Я медленно вернулась по берегу обратно и на четвереньках заползла по песчаному склону наверх. Не окажись я вынуждена передвигаться ползком, я никогда бы не заметила в зарослях тростника моток старой веревки, выбеленной солнцем, с прикрепленным к ее концу воротом, рядом с которым валялись обломки деревянной двери. А за ней был плавник, целая куча, наполовину занесенная песком. Его не могло забросить сюда волнами, подумала я. Слишком далеко отсюда было до пляжа, до того места, куда, судя по следам, доходили волны, слишком высоко в дюнах.

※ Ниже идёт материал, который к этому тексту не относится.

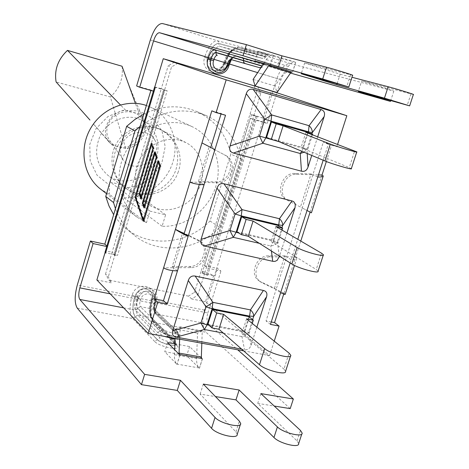 <?xml version="1.0" encoding="UTF-8"?>
<svg xmlns="http://www.w3.org/2000/svg" width="469" height="469" viewBox="0 0 469 469"><rect width="100%" height="100%" fill="white"/><g stroke="black" fill="none" stroke-linecap="round" stroke-linejoin="round"><path stroke-width="0.35" stroke-dasharray="2.35 1.76" d="M125.704 148.562L112.226 145.103L109.037 142.007C99.598 131.209 109.945 111.188 125.663 110.297L139.217 113.99L142.646 117.561L144.862 121.963C149.001 133.296 138.642 147.571 125.704 148.562L110.379 96.954L56.104 81.958M108.022 124.912C106.111 130.253 106.486 135.183 109.148 139.721C119.671 158.493 153.257 138.912 142.635 120.246C136.667 106.85 113 109.91 108.022 124.912M122.04 66.235C123.558 78.112 119.671 88.354 110.379 96.954M112.226 145.103L93.448 123.974L109.043 141.996M125.663 110.297L120.404 104.886M139.217 113.99L135.371 103.309M121.7 144.991C126.571 130.617 149.324 127.55 154.993 140.325C157.039 144.528 157.162 148.978 155.362 153.674C150.561 167.292 129.245 170.968 122.696 159.143C120.164 154.823 119.835 150.103 121.7 144.991M262.98 118.077L250.053 113.99L263.672 118.346L262.98 118.077L271.457 90.98M323.182 160.228L328.318 144.241L336.865 146.65L337.586 144.411M336.865 146.65L331.765 144.675L326.348 161.529M328.318 144.241L323.27 142.277L331.765 144.675M243.628 350.865L269.569 355.602L205.498 301.737L213.536 275.702L214.257 276.194L213.641 275.719M269.569 355.602L274.224 341.145M96.872 279.946L111.686 282.918L108.298 276.851L105.525 274.072L108.89 280.104L111.686 282.918M197.906 295.024L204.525 273.785L213.536 275.702C210.294 273.814 206.155 272.29 201.119 271.129L194.559 292.21L197.906 295.024L191.798 298.988L205.498 301.737M204.068 184.751L199.958 182.347L199.325 184.411M271.258 321.957L266.029 320.925L276.106 289.473L280.661 292.679M270.478 324.39L266.029 320.925M154.764 87.005L161.307 88.647L112.114 252.152L114.952 254.767L108.298 276.851M178.032 63.11L171.519 66.973L164.584 89.995L167.204 90.74L117.578 255.324L105.167 252.685M154.711 87.175L164.584 89.995L161.307 88.647L168.178 65.807L171.519 66.973M260.787 93.39L256.883 92.059L201.119 271.129L204.525 273.785L253.899 115.485L257.176 116.617L207.591 275.397L204.525 273.785L202.086 273.269L251.466 114.794L253.899 115.485L260.787 93.39L257.821 86.912M300.781 241.066L295.71 256.836L296.848 258.126C296.76 259.175 294.884 259.732 291.214 259.797L286.553 256.865L302.218 207.978L307.043 210.499L286.495 199.747L302.218 207.978L323.27 142.277M290.2 262.968L297.792 239.319M317.794 177.012L312.858 174.773L318.463 174.931M211.836 110.819L221.192 113.463L221.034 113.979M225.53 115.245L221.192 113.463M154.717 87.152L155.286 87.416M210.728 147.424L214.913 149.629M177.475 270.889L173.641 267.735L172.756 270.613M285.222 294.268L284.009 293.236L283.751 294.04M105.525 274.072L112.114 252.152C108.151 251.349 105.812 251.296 105.097 252.011M158.897 160.849L144.915 207.005L143.549 203.071L157.455 157.127L155.485 152.044L141.685 197.689L140.354 193.849L154.078 148.409L152.155 143.444L135.916 197.273L144.118 221.444L160.914 166.061L158.897 160.849L158.03 160.627M136.245 197.015L144.176 220.354L160.556 166.343L158.844 161.905L144.851 208.078L143.209 203.329L157.103 157.414L155.432 153.082L141.626 198.745L140.02 194.107L153.732 148.696L152.097 144.47L136.245 197.015L135.4 196.816M160.046 165.838L160.914 166.061M143.244 221.245L144.118 221.444M135.523 197.179L135.916 197.273M151.305 143.221L152.155 143.444M153.228 148.192L154.078 148.409M139.504 193.644L140.354 193.849M141.069 197.543L141.685 197.689M154.629 151.821L155.485 152.044M156.593 156.91L157.455 157.127M142.687 202.866L143.549 203.071M144.294 206.858L144.915 207.005M151.757 144.382L152.097 144.47M153.123 148.538L153.732 148.696M139.627 194.014L140.02 194.107M140.77 198.545L141.626 198.745M155.081 152.994L155.432 153.082M156.488 157.256L157.103 157.414M142.816 203.235L143.209 203.329M143.989 207.878L144.851 208.078M158.493 161.817L158.844 161.905M159.941 166.184L160.556 166.343M143.555 220.213L144.176 220.354M284.009 293.236L262.065 282.795L260.424 281.623L274.429 288.294L276.106 289.473L286.553 256.865L295.71 256.836L284.009 293.236M201.975 142.922L210.692 147.536L199.958 182.347L189.945 182.101M172.234 266.574L189.605 266.462C202.303 267.013 209.919 247.456 199.542 240.82L182.722 232.53L172.234 266.574L173.641 267.735L191.065 267.617C203.798 268.162 211.437 248.541 201.037 241.893L184.17 233.58L173.641 267.735L163.622 267.805M191.798 298.988L188.491 296.144L194.559 292.21M188.491 296.144L108.89 280.104M174.497 62.055L168.178 65.807M256.883 92.059L253.928 85.628M317.695 136.807L311.738 155.427M286.952 232.987L279.536 256.185M256.854 327.151L251.056 345.284C249.854 348.625 247.679 350.079 244.531 349.651L241.635 349.118M351.328 168.67L349.253 167.632L354.658 150.942M266.574 137.446L302.786 147.495L307.758 149.541L301.016 147.671L349.253 167.632M302.786 147.495L307.623 132.305M312.454 134.802L307.758 149.541M304.076 152.208L306.966 149.242L311.856 133.917M305.911 132.299L301.016 147.671M318.082 271.146L316.229 269.493L321.517 253.178M236.927 231.844L273.239 240.316L277.888 243.171L271.135 241.599L316.229 269.493M273.239 240.316L277.976 225.437M282.051 230.121L277.888 243.171M259.351 243.335L270.795 245.979C273.896 245.533 276.135 244.079 277.507 241.623L281.939 227.735M275.924 226.545L271.135 241.599M285.574 371.325L283.938 369.091L289.109 353.134M207.896 324.302L244.285 331.261L248.634 334.889L241.857 333.6L283.938 369.091M244.285 331.261L248.928 316.681M252.275 323.463L248.634 334.889M223.303 333.072L241.951 336.595C245.017 336.173 247.251 334.69 248.646 332.14L252.633 319.635M246.553 318.856L241.857 333.6M146.457 222.693L136.901 217.088C117.866 202.684 113.193 172 127.251 149.171C141.093 126.22 170.511 116.306 192.038 126.624C213.037 136.426 223.156 162.667 215.863 186.24C208.723 209.86 185.402 227.424 162.104 226.269L165.61 214.779L149.969 211.126L146.457 222.693L109.424 194.318L100.612 189.124M146.375 105.502L150.549 107.19C169.936 116.23 179.51 140.219 172.991 161.676C166.612 183.18 145.255 199.008 123.828 197.725L123.611 188.474L139.229 185.531L152.742 176.414L161.905 162.696L165.194 146.668L162.022 130.998L152.835 118.364L139.135 111.001L123.236 110.303L107.964 116.505L96.086 128.57L89.778 144.317L90.171 160.885L97.112 175.295L109.289 185.032L109.424 194.318M162.104 226.269L123.828 197.725M149.969 211.126L110.174 182.06L124.496 185.519L123.611 188.474M165.61 214.779L124.496 185.519M109.289 185.032L110.174 182.06M179.944 140.307L185.941 142.605C202.59 150.989 207.767 174.673 197.144 191.774C186.814 209.051 163.388 215.306 148.315 204.349C135.635 195.385 131.478 176.127 139.187 160.621C146.779 145.062 164.824 136.186 179.944 140.307M140.114 126.401C161.641 110.444 183.719 106.862 206.348 115.667C222.687 123.124 233.72 135.564 239.454 152.982L241.043 159.038L230.854 154.067L210.059 220.987C187.184 244.296 149.212 248.165 125.586 228.133L119.132 221.907L113.65 214.685M143.807 114.073C161.881 105.349 179.504 104.493 196.669 111.505C214.773 119.929 226.164 134.111 230.854 154.067M136.971 118.229C123.118 114.401 106.744 122.286 99.944 136.28C93.56 152.349 96.45 165.557 108.609 175.904C122.456 185.976 143.836 180.536 153.146 164.959C162.725 149.541 157.76 128.043 142.47 120.351L136.971 118.229M210.059 220.987L219.732 227.336L214.925 231.704C191.416 251.8 156.136 253.747 133.718 234.828C125.446 227.963 119.355 219.258 115.438 208.705M219.732 227.336L241.043 159.038M263.361 121.917L250.288 118.206L204.355 265.624L217.475 268.456L220.952 271.053L207.755 268.215L254.092 119.712L267.248 123.447L263.361 121.917L276.95 78.516C280.638 68.327 285.146 63.356 290.469 63.62L393.837 91.092L361.699 80.967L358.322 91.437M208.646 324.114L156.206 314.078C154.494 311.75 154.324 307.975 155.696 302.751L207.808 312.97C206.46 318.076 206.741 321.793 208.646 324.114L237.683 349.78M174.925 343.918L189.558 346.556L201.553 358.24M207.808 312.97L220.952 271.053M290.211 408.61L206.079 332.298C202.303 327.608 201.758 320.198 204.443 310.073L217.475 268.456M290.475 73.064L287.743 72.29C285.088 72.115 282.825 74.594 280.96 79.724L257.645 72.625M291.782 71.962L263.596 63.678M352.577 75.286L304.645 62.993L301.25 73.756M337.094 83.758L340.154 74.178L304.645 62.993M340.154 74.178L351.943 77.262M413.377 94.498L361.699 80.967M263.742 63.462L266.316 59.592C268.626 56.239 270.848 54.762 272.976 55.154L257.921 51.262L279.764 58.115L295.148 62.119C292.949 61.697 290.674 63.139 288.329 66.446L274.928 85.997L277.032 92.534M393.837 91.092L390.741 100.577M154.858 303.132L155.051 303.414C154.33 306.978 154.278 309.1 154.899 309.786L177.909 331.999L179.082 335.247L178.795 336.443L178.537 336.173L178.179 334.514L178.918 335.769C179.48 338.829 163.265 334.895 159.941 331.149L137.728 308.784C136.409 306.919 136.303 303.865 137.417 299.627L137.933 298.419C141.72 291.05 146.803 289.232 153.181 292.978C155.52 295.341 156.218 298.29 155.262 301.819L154.741 303.021C153.633 307.23 153.768 310.267 155.139 312.131L178.179 334.514L177.909 331.999L177.012 331.542C181.151 335.241 166.067 332.462 162.755 328.898L140.401 306.667L137.88 308.285L160.099 330.622C163.429 334.368 179.645 338.301 179.082 335.247L178.343 333.992L155.292 311.639L154.87 309.733L177.012 331.542M154.741 303.021L155.696 302.751L156.916 298.788L155.479 300.06L155.356 301.016M138.033 297.61L136.467 294.749L135.248 298.747C133.87 304.012 133.993 307.811 135.623 310.138L157.725 332.591L164.25 336.361M298.665 443.568L297.029 440.913L257.727 403.381L274.242 406.043M237.22 434.347L235.907 431.908L200.14 394.107L215.459 396.575M201.822 343.226L202.245 330.991L197.525 333.148L196.605 358.603C196.505 362.959 197.291 366.06 198.956 367.901L186.732 355.596L164.742 351.715L176.625 364.061C175.031 362.215 174.298 359.096 174.439 354.705L174.661 349.792M203.306 384.082L200.14 394.107M260.875 393.614L257.727 403.381M267.248 123.447L276.874 92.756M276.95 92.51L280.96 79.724M150.889 90.447L151.012 90.03L154.195 91.385L107.583 246.676L106.75 246.501M106.891 246.043L107.583 246.676M153.363 91.144L154.195 91.385M151.012 90.03L136.626 85.95M204.355 265.624L207.755 268.215M250.288 118.206L254.092 119.712M295.722 62.277L292.603 72.197M279.764 58.115L276.757 67.747M189.558 346.556L186.732 355.596M202.362 359.025L199.436 368.312M257.921 51.262L254.902 60.993M273.368 55.254L270.244 65.279M179.844 355.056L176.919 364.442M167.568 342.593L164.742 351.715M292.521 72.167L295.64 62.248M273.456 55.278L270.326 65.302M253.113 79.437L274.928 85.997M199.348 368.294L202.274 359.008M179.932 355.074L177.006 364.454M175.172 338.354L175.594 329.056L197.525 333.148M175.594 329.056L180.184 326.846L179.656 339.175M202.245 330.991L180.184 326.846M225.824 155.55C238.188 161.307 231.153 183.836 217.376 182.781L199.958 182.347L198.451 181.468L209.139 146.768L225.824 155.55L209.139 146.768M198.451 181.468L215.816 181.902C229.552 182.957 236.564 160.504 224.229 154.758M182.722 232.53L184.17 233.58M114.876 255.746L164.736 90.241L163.587 89.761L164.584 89.995L114.952 254.767L113.891 254.784L114.876 255.746L114.641 255.376L117.578 255.324M167.204 90.74L164.736 90.241M262.065 282.795L260.524 281.887C250.628 275.702 258.202 256.303 270.314 256.918L286.553 256.865L284.835 255.787L274.429 288.294M284.835 255.787L268.637 255.828C256.555 255.212 249.01 274.547 258.882 280.72L260.424 281.623M202.086 273.269L207.591 275.397M257.176 116.617L251.466 114.794M288.236 200.662C276.528 195.391 283.552 173.213 296.637 174.304L312.858 174.773L311.041 173.946L300.441 207.052M311.041 173.946L294.86 173.477C281.805 172.387 274.816 194.488 286.495 199.747M155.878 127.943L161.6 130.148C175.447 138.689 180.354 151.411 176.321 168.312C170.446 189.939 142.863 201.265 126.079 188.421C113.979 179.862 109.945 161.617 117.203 146.985C124.349 132.299 141.462 123.98 155.878 127.943M263.672 118.346L214.257 276.194M310.091 212.099L322.004 175.037M308.209 132.528L303.173 148.345L278.733 141.574M307.224 153.533L306.966 149.242L303.173 148.345L301.889 151.294M278.522 225.753L273.626 241.125L270.795 245.979L271.428 251.021M279.137 255.933L277.507 241.623L273.626 241.125L238.721 232.993M251.056 345.284L248.646 332.14L244.683 332.034L208.916 325.205M249.438 317.091L244.683 332.034L241.951 336.595L244.531 349.651M137.728 308.784L135.623 310.138L123.628 307.846M179.287 336.554L155.491 313.708L179.287 336.554C181.175 338.677 179.791 339.574 175.136 339.239M207.661 57.417L210.388 58.244L210.124 59.112C206.905 68.58 220.981 72.783 223.549 63.192L223.813 62.33L224.997 62.694C229.828 50.376 232.307 51.291 232.554 50.793L233.568 50.605L261.948 58.273L247.773 53.859L220.002 46.39C216.373 46.308 213.166 50.259 210.388 58.244L223.813 62.33C226.597 54.398 229.845 50.488 233.55 50.599L219.791 46.308L218.847 45.352L218.742 43.687L246.471 51.004L265.689 56.925L236.071 49.087C231.774 48.975 228.016 53.495 224.809 62.641L224.545 63.497C222.23 69.142 218.355 71.411 212.932 70.309C208.019 68.116 206.172 64.106 207.398 58.285L207.661 57.417C210.862 48.196 214.556 43.617 218.742 43.687M262.107 65.924L233.392 57.804L234.183 56.643L235.913 56.292L264.387 64.282C266.445 64.857 266.14 64.716 263.478 63.86M231.358 59.651C232.952 57.13 234.471 56.01 235.913 56.292L287.743 72.29M230.865 59.504L233.339 57.98L261.995 66.094M259.081 67.7L260.84 67.307L262.775 64.517L264.387 64.282M150.332 39.965L204.871 56.573C208.529 46.015 212.75 40.756 217.534 40.803L218.695 41.841L218.794 43.511C214.562 43.441 210.827 48.073 207.591 57.4L207.327 58.262C206.102 64.083 207.949 68.093 212.862 70.286C218.284 71.388 222.159 69.119 224.475 63.473L224.739 62.617C227.981 53.372 231.78 48.799 236.13 48.917L265.741 56.737L246.524 50.816L246.565 52.768L247.773 53.859M162.297 23.52L217.534 40.803L245.223 47.955C251.789 49.626 275.262 56.989 267.312 54.885L265.683 55.119L263.771 57.898L261.948 58.273M236.13 48.917L238.563 47.381L268.116 55.078C268.456 54.398 267.67 54.955 265.741 56.737L265.689 56.925C265.577 57.834 262.98 59.34 262.019 58.291L233.568 50.605L236.071 49.087M267.312 54.885L238.645 47.404C233.703 47.299 229.394 52.469 225.73 62.922L276.95 78.516M290.469 63.62L238.563 47.381C235.778 47.164 233.714 47.785 232.372 49.245L229.394 52.493L224.551 62.565L225.73 62.922L225.466 63.778C221.503 78.634 199.636 72.167 204.607 57.435L204.871 56.573L207.591 57.4M272.976 55.154L295.148 62.119M245.223 47.955L246.43 49.057L246.524 50.816L218.794 43.511M233.392 57.804C231.51 57.716 229.863 59.692 228.438 63.731L228.509 63.749C229.898 59.821 231.504 57.892 233.339 57.98M216.379 71.997C221.843 73.111 225.741 70.825 228.081 65.132L228.702 63.807L228.245 63.673L228.262 65.191M216.303 71.974C220.559 73.645 224.399 71.341 227.817 65.056L228.01 65.115C225.683 70.784 221.796 73.076 216.344 71.986M260.723 67.999C262.007 67.425 262.681 66.879 262.751 66.364L262.804 66.182C264.317 64.599 265.161 64.054 265.337 64.54L235.866 56.28C233.445 56.954 232.413 54.117 228.245 63.673L227.823 65.056L228.274 65.191M223.549 63.192L224.733 63.555L224.809 62.641M204.607 57.435L210.124 59.112M224.739 62.617L224.288 63.421C220.846 69.676 217.041 71.962 212.862 70.286L212.932 70.309C217.505 71.95 221.438 69.699 224.733 63.555L225.466 63.778M410.95 93.935L407.239 105.232M350.542 74.829L346.808 86.466M204.443 310.073L152.964 299.931C150.232 310.279 150.561 317.806 153.938 322.514L176.866 345.448L175.945 344.973L175.541 343.015L152.66 320.192C149.681 316.047 149.4 309.393 151.809 300.236L152.062 299.427C153.005 295.927 152.319 292.996 149.998 290.645C143.655 286.917 138.607 288.711 134.843 296.033L134.597 296.854C132.17 306.075 132.387 312.759 135.242 316.909L157.291 339.714C160.591 343.543 176.801 347.441 176.268 344.299L175.594 342.839L176.321 344.123C176.854 347.265 160.644 343.367 157.35 339.538L135.295 316.739C132.469 312.641 132.252 306.028 134.65 296.906L134.902 296.086C138.66 288.769 143.713 286.969 150.057 290.704C152.378 293.055 153.07 295.98 152.12 299.48L151.874 300.295C149.488 309.352 149.763 315.93 152.712 320.028L175.594 342.839L175.177 340.875L151.434 317.695L137.816 315.115L159.999 337.809C163.282 341.455 178.372 344.176 174.263 340.4L151.434 317.695C148.884 314.16 148.644 308.467 150.713 300.606L150.965 299.791C154.078 290.844 139.95 287.989 137.481 297.135L137.229 297.956C135.154 305.858 135.348 311.58 137.816 315.115L135.295 316.739M176.866 345.448C183.344 351.404 159.712 347.212 154.641 341.45L159.999 337.809M154.014 309.294L140.401 306.667C139.557 305.489 139.486 303.549 140.19 300.858L153.762 303.507C153.058 306.187 153.146 308.115 154.014 309.294M162.755 328.898L157.725 332.591M174.263 340.4L175.177 340.875L176.321 344.123L176.151 345.19L153.064 322.056L152.66 320.192M152.712 320.028L152.308 318.152C150.01 315.068 149.904 309.188 152.003 300.512L150.713 300.606L137.229 297.956L134.65 296.906M77.256 308.121L132.721 318.533C129.508 313.82 129.274 306.245 132.018 295.804L77.291 285.029M137.909 298.395L137.587 299.797L140.19 300.858L140.594 299.533C143.086 290.323 157.308 293.184 154.166 302.194L153.762 303.507L155.051 303.414L155.456 302.1L154.166 302.194M137.528 299.738L137.587 299.797C136.555 303.73 136.655 306.562 137.88 308.285M110.192 293.834L135.248 298.747L137.417 299.627M155.239 301.796L155.321 301.878C156.277 298.348 155.585 295.4 153.246 293.031C146.861 289.291 141.779 291.102 137.992 298.477L140.594 299.533M155.292 311.639C154.02 309.909 153.896 307.095 154.917 303.191L155.456 302.1C156.4 298.466 155.661 295.441 153.246 293.031L153.181 292.978C155.116 294.813 155.86 297.287 155.421 300.406M156.916 298.788C158.229 287.608 141.896 284.261 136.467 294.749M134.597 296.854L132.018 295.804L132.27 294.989C136.11 280.761 158.059 285.258 153.211 299.116L152.964 299.931L151.68 300.019L151.933 299.21L152.255 299.697L150.965 299.791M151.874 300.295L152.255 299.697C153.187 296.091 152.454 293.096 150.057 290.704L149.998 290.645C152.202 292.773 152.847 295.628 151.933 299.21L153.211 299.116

К тому же плавника была огромная куча. Его явно сложили здесь специально, зачем – я не знала, зато знала теперь, что это было дело человеческих рук, а это означало, что здесь кто-то побывал. Здесь бывали люди! Они приплывали на этот остров. Значит, они могут приплыть сюда снова. Внезапно у меня забрезжила новая надежда. А в следующий же миг я получила еще один повод приободриться. Я рылась в куче плавника до тех пор, пока не нашла то, что искала: крепкий кусок дерева, как раз подходящей длины для костыля.